Was wondering how many Neon Tetras I can put in my 55g. They are the only fish in the tank. I want a nice big school of them, but I dont want to constantly fight the bio-load. Whats the max # I could have do you think?


----------



## NoDeltaH2O (May 13, 2005)

Neon tetras are very light bioload contributors. If these are going to be the ONLY fish int he tank, then I think you could get away with about 100 of them, especially if the tank is planted and growing well. The "1" of fish / gallon" rule needs to be bent quite a bit when dealing with extremely light or extremely heavy bioload contributors.


----------



## balloon_fish (May 26, 2005)

Hey no delta , see you've joined aquaticplantcentral.

In my opinion 100 is way too many to let them have room to school (but they can fit if its fully planted like no delta said), maybe a range from 30 to 60 is a good number if you would like them to school a lot. But before you buy all 100 or however many i would suggest getting a quarentine tank setup cause if one neon gets sick then the others will most likely be sick also. Just some extra info, when the neons get used to the environment and they feel safe they wont school anymore. Maybe the only time is when you do a water change or move plants around and maybe if you walk by or stick an angelfish in there or something.


----------



## JanS (Apr 14, 2004)

You probably could get by with 100, bio-load wise, but I think the 30 - 60 range would be a good choice for a 55 gallon.

I agree, a q-tank is very important, especially when you're buying that amount of fish. If one gets sick, it could domino, and you'd hate to have to treat your whole show tank when it would be so much easier in a q-tank.


----------



## Laith (Sep 4, 2004)

And I'd suggest Cardinal Tetras (Paracheirodon axelrodi) instead of Neons. They're much nicer.


----------



## frmrreefr (Jan 5, 2005)

Also more expensive! I plan on creating a school of about 100-150 neons in an 85 gal with a couple of Angels thrown in to "help" them school....


----------



## tsunami (Jan 24, 2004)

A couple angelfish will not help neons or cardinals school.

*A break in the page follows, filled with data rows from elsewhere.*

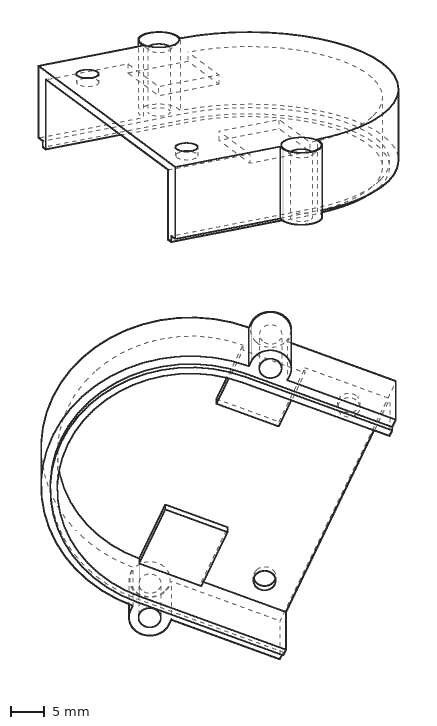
import cadquery as cq

overall_width = 52.2
overall_length = 45.7
overall_height = 12.5
shell_radius = 22.15
wall = 2.4
roof = 1.3

lip_height = 1.0
lip_setback = 1.35

ear_radius = 3.1
screw_diameter = 3.3
countersink_diameter = 5.95
countersink_angle = 90.0

roof_hole_x = 16.0
roof_hole_from_front = 5.0

pad_size = 9.95
pad_drop = 1.45

wall_height = overall_height - lip_height
front_y = shell_radius - overall_length
cavity_radius = shell_radius - wall
cavity_ceiling = wall_height - roof
ear_x = overall_width / 2 - ear_radius
ear_y = -ear_radius
sides = (-1, 1)


def arched_block(radius, bottom, top):
    """Block with straight sides and a flat front, closed by a half-round end."""
    return (
        cq.Workplane("XY", origin=(0, 0, bottom))
        .moveTo(-radius, front_y)
        .lineTo(radius, front_y)
        .lineTo(radius, 0)
        .threePointArc((0, radius), (-radius, 0))
        .close()
        .extrude(top - bottom)
    )


def ear(side):
    """Round screw post joined to the side wall by a short block of the same width."""
    post = cq.Workplane("XY").center(side * ear_x, ear_y).circle(ear_radius).extrude(wall_height)
    bridge_length = ear_x - cavity_radius
    bridge_x = side * (ear_x + cavity_radius) / 2
    bridge = (
        cq.Workplane("XY")
        .center(bridge_x, ear_y)
        .rect(bridge_length, 2 * ear_radius)
        .extrude(wall_height)
    )
    return post.union(bridge)


def pad(side):
    """Square pad under the roof, ending where the round end begins."""
    pad_x = side * (cavity_radius - pad_size / 2)
    return (
        cq.Workplane("XY", origin=(pad_x, -pad_size / 2, cavity_ceiling - pad_drop))
        .rect(pad_size, pad_size)
        .extrude(pad_drop)
    )


result = arched_block(shell_radius, 0, wall_height)
result = result.union(arched_block(shell_radius - lip_setback, -lip_height, 0))
for side in sides:
    result = result.union(ear(side))
result = result.cut(arched_block(cavity_radius, -lip_height, cavity_ceiling))
for side in sides:
    result = result.union(pad(side))

result = (
    result.faces(">Z")
    .workplane(origin=(0, 0, wall_height))
    .pushPoints([(side * ear_x, ear_y) for side in sides])
    .cskHole(screw_diameter, countersink_diameter, countersink_angle, depth=wall_height)
)

result = (
    result.faces(">Z")
    .workplane(origin=(0, 0, wall_height))
    .pushPoints([(side * roof_hole_x, front_y + roof_hole_from_front) for side in sides])
    .hole(screw_diameter, depth=roof)
)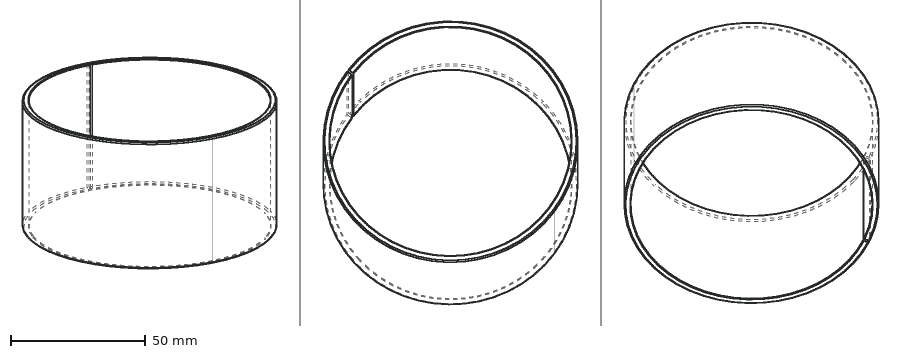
import cadquery as cq

outer_diameter = 95.0
wall = 2.5
length = 50.0
slit_width = 0.9
outer_chamfer = 0.6
inner_chamfer = 0.3

outer_radius = outer_diameter / 2
inner_radius = outer_radius - wall
half_length = length / 2

section = [
    (inner_radius, -half_length + inner_chamfer),
    (inner_radius + inner_chamfer, -half_length),
    (outer_radius - outer_chamfer, -half_length),
    (outer_radius, -half_length + outer_chamfer),
    (outer_radius, half_length - outer_chamfer),
    (outer_radius - outer_chamfer, half_length),
    (inner_radius + inner_chamfer, half_length),
    (inner_radius, half_length - inner_chamfer),
]
sleeve = cq.Workplane("XZ").polyline(section).close().revolve(360, (0, 0, 0), (0, 1, 0))

slit = (
    cq.Workplane("XY")
    .box(outer_radius, slit_width, length, centered=(True, False, True))
    .translate((-outer_radius, 0, 0))
)

result = sleeve.cut(slit)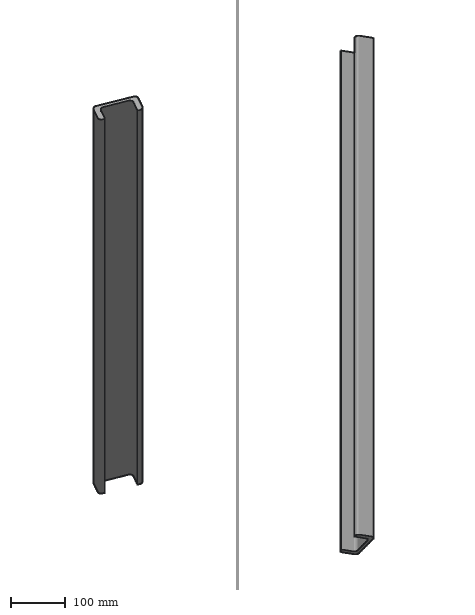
import cadquery as cq

depth = 36.0
width = 87.0
length = 1000.0

web_thickness = 7.0
flange_thickness = 12.0
outer_radius = 7.0
inner_radius = 7.0

bar = (
    cq.Workplane("XY")
    .rect(depth, width)
    .extrude(length)
    .edges("|Z")
    .fillet(outer_radius)
)

pocket = (
    cq.Workplane("XY")
    .center(web_thickness, 0)
    .rect(depth, width - 2 * flange_thickness)
    .extrude(length)
    .edges("|Z and <X")
    .fillet(inner_radius)
)

result = bar.cut(pocket)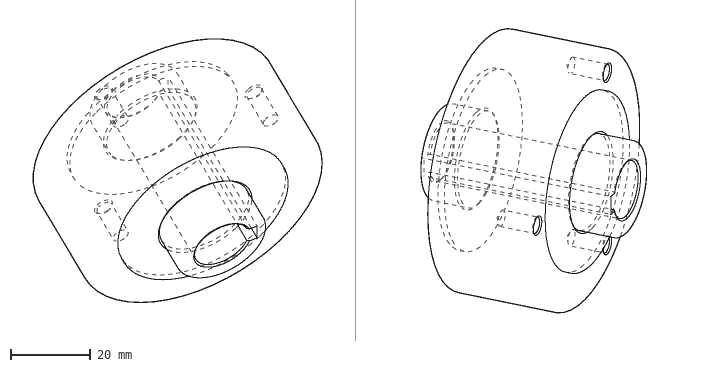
import cadquery as cq
import math

rim_diameter = 68.0
rim_width = 28.0
cover_diameter = 47.0
cover_width = 32.0
hub_diameter = 25.0
hub_length = 52.0
edge_radius = 0.6
hub_edge_radius = 1.0

relief_width = 0.6

bore_diameter = 15.0
bore_chamfer = 0.5
key_width = 5.0
key_reach = 9.8

hole_count = 3
hole_circle_radius = 28.0
hole_diameter = 4.2
hole_chamfer = 0.4
hole_depth = 10.0
drill_point_angle = 118.0


def disc(diameter, width, round_radius):
    """Disc centred on the origin along X, with both rims rounded."""
    blank = cq.Workplane("YZ", origin=(-width / 2, 0, 0)).circle(diameter / 2).extrude(width)
    return blank.edges("%CIRCLE").fillet(round_radius)


def revolve_about_x(points):
    """Revolve an (x, radius) outline a full turn about the X axis."""
    return cq.Workplane("XY").polyline(points).close().revolve(360, (0, 0, 0), (1, 0, 0))


def relief():
    """V groove in the -X cover face: straight along the hub, 45 degrees outside."""
    face = -cover_width / 2
    hub_radius = hub_diameter / 2
    return revolve_about_x([
        (face, hub_radius),
        (face, hub_radius + relief_width),
        (face + relief_width, hub_radius),
    ])


def keyed_bore():
    """Through bore, chamfered at both ends, with a keyway on the +Y side."""
    end = hub_length / 2
    radius = bore_diameter / 2
    bore = revolve_about_x([
        (-end, 0),
        (-end, radius + bore_chamfer),
        (-end + bore_chamfer, radius),
        (end - bore_chamfer, radius),
        (end, radius + bore_chamfer),
        (end, 0),
    ])
    keyway = cq.Workplane("XY").box(hub_length, key_reach, key_width, centered=(True, False, True))
    return bore.union(keyway)


def screw_hole():
    """Chamfered blind hole with a conical bottom, on the +Y side of the rim."""
    face = -rim_width / 2
    radius = hole_diameter / 2
    point_depth = radius / math.tan(math.radians(drill_point_angle / 2))
    hole = revolve_about_x([
        (face, 0),
        (face, radius + hole_chamfer),
        (face + hole_chamfer, radius),
        (face + hole_depth, radius),
        (face + hole_depth + point_depth, 0),
    ])
    return hole.translate((0, hole_circle_radius, 0))


result = (
    disc(rim_diameter, rim_width, edge_radius)
    .union(disc(cover_diameter, cover_width, edge_radius))
    .union(disc(hub_diameter, hub_length, hub_edge_radius))
)

near_relief = relief()
result = result.cut(near_relief).cut(near_relief.mirror("YZ"))
result = result.cut(keyed_bore())

for index in range(hole_count):
    angle = index * 360 / hole_count
    result = result.cut(screw_hole().rotate((0, 0, 0), (1, 0, 0), angle))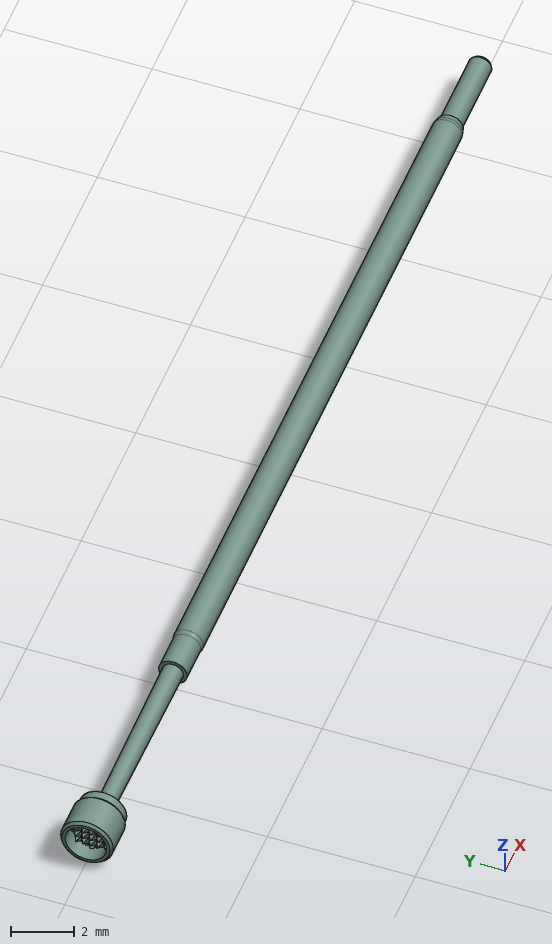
import cadquery as cq
import math

total_length = 36.14

head_radius = 1.78 / 2
rim_chamfer_length = 0.10
rim_chamfer_depth = 0.08
head_straight_end = 1.20
head_shoulder_start = 1.30
head_end = 1.58
head_back_radius = 0.80

pocket_radius = 0.70
tooth_tip_depth = 0.40
tooth_pitch = 0.25
tooth_angle = 60.0
tooth_height = tooth_pitch / 2 / math.tan(math.radians(tooth_angle / 2))
pocket_depth = tooth_tip_depth + tooth_height
tooth_root_stock = 0.20

collar_radius = 0.36
collar_end = 1.66
shaft_start_radius = 0.30
shaft_end_radius = 0.355

barrel_start = 7.95
sleeve_radius = 0.48
sleeve_end = 9.20
barrel_step_end = 9.37
barrel_radius = 0.51
crimp_start = 33.00
crimp_middle = 33.12
crimp_middle_radius = 0.49
barrel_end = 33.30
barrel_end_radius = 0.44

tail_radius = 0.39
tail_chamfer_length = 0.10
tail_chamfer_depth = 0.06


def make_body():
    """Revolve the half outline of the whole probe about X."""
    outline = [
        (0, 0),
        (0, head_radius - rim_chamfer_depth),
        (rim_chamfer_length, head_radius),
        (head_straight_end, head_radius),
        (head_shoulder_start, head_back_radius),
        (head_end, head_back_radius),
        (head_end, collar_radius),
        (collar_end, shaft_start_radius),
        (barrel_start, shaft_end_radius),
        (barrel_start, sleeve_radius),
        (sleeve_end, sleeve_radius),
        (barrel_step_end, barrel_radius),
        (crimp_start, barrel_radius),
        (crimp_middle, crimp_middle_radius),
        (barrel_end, barrel_end_radius),
        (barrel_end, tail_radius),
        (total_length - tail_chamfer_length, tail_radius),
        (total_length, tail_radius - tail_chamfer_depth),
        (total_length, 0),
    ]
    profile = cq.Workplane("XZ").polyline(outline).close()
    return profile.revolve(360, (0, 0, 0), (1, 0, 0))


def make_ridges(plane):
    """Make parallel V ridges pointing to -X, wide enough to cover the pocket floor."""
    teeth_each_side = math.ceil(pocket_radius / tooth_pitch)
    half_width = (teeth_each_side + 0.5) * tooth_pitch
    root_x = pocket_depth + tooth_root_stock
    points = [(root_x, -half_width), (pocket_depth, -half_width)]
    for index in range(-teeth_each_side, teeth_each_side + 1):
        tip = index * tooth_pitch
        points.append((tooth_tip_depth, tip))
        points.append((pocket_depth, tip + tooth_pitch / 2))
    points.append((root_x, half_width))
    return cq.Workplane(plane).polyline(points).close().extrude(head_radius, both=True)


def make_pocket():
    """Make the round pocket space, leaving a floor of square pyramid teeth."""
    bore = cq.Workplane("YZ").circle(pocket_radius).extrude(pocket_depth)
    pyramids = make_ridges("XY").intersect(make_ridges("XZ"))
    return bore.cut(pyramids)


result = make_body().cut(make_pocket())

I havea dozen cardinals in my 75 gallon along with five Peruvian altum angelfish. After the first few days, the cardinals became comfortable and now meander throughout the tank as an amorphous mob. My angelfish seem totally uninterested, even though they are wild caught.

Carlos


----------



## frmrreefr (Jan 5, 2005)

Totally different experience for me. I had a school of neons in a 20H that would do anything but. I added two black angels and they schooled like their lives depended on it until I removed the angels and placed them in a 55 which was about 2 months after I originally acquired them. YMMV though....


----------



## tsunami (Jan 24, 2004)

A 20gH isn't very large for a school of cardinals and a pair of angelfish -- I was not surprised that they schooled. Not when the angelfish are almost always less than 10 inches away! 

I've been keeping angelfish/cardinal tetras together longer than I've been growing plants... almost 10 years... with various purchases of cardinals and several groups (mostly wild-type Peruvian altums, but had golden and marbled veiltails for a short period) of angelfish in a 55g. My experience was always the same with cardinals, with rummynoses, with red phantoms, etc...

Carlos


----------



## frmrreefr (Jan 5, 2005)

frmrreefr said:


> YMMV though....


Read carefully.....


----------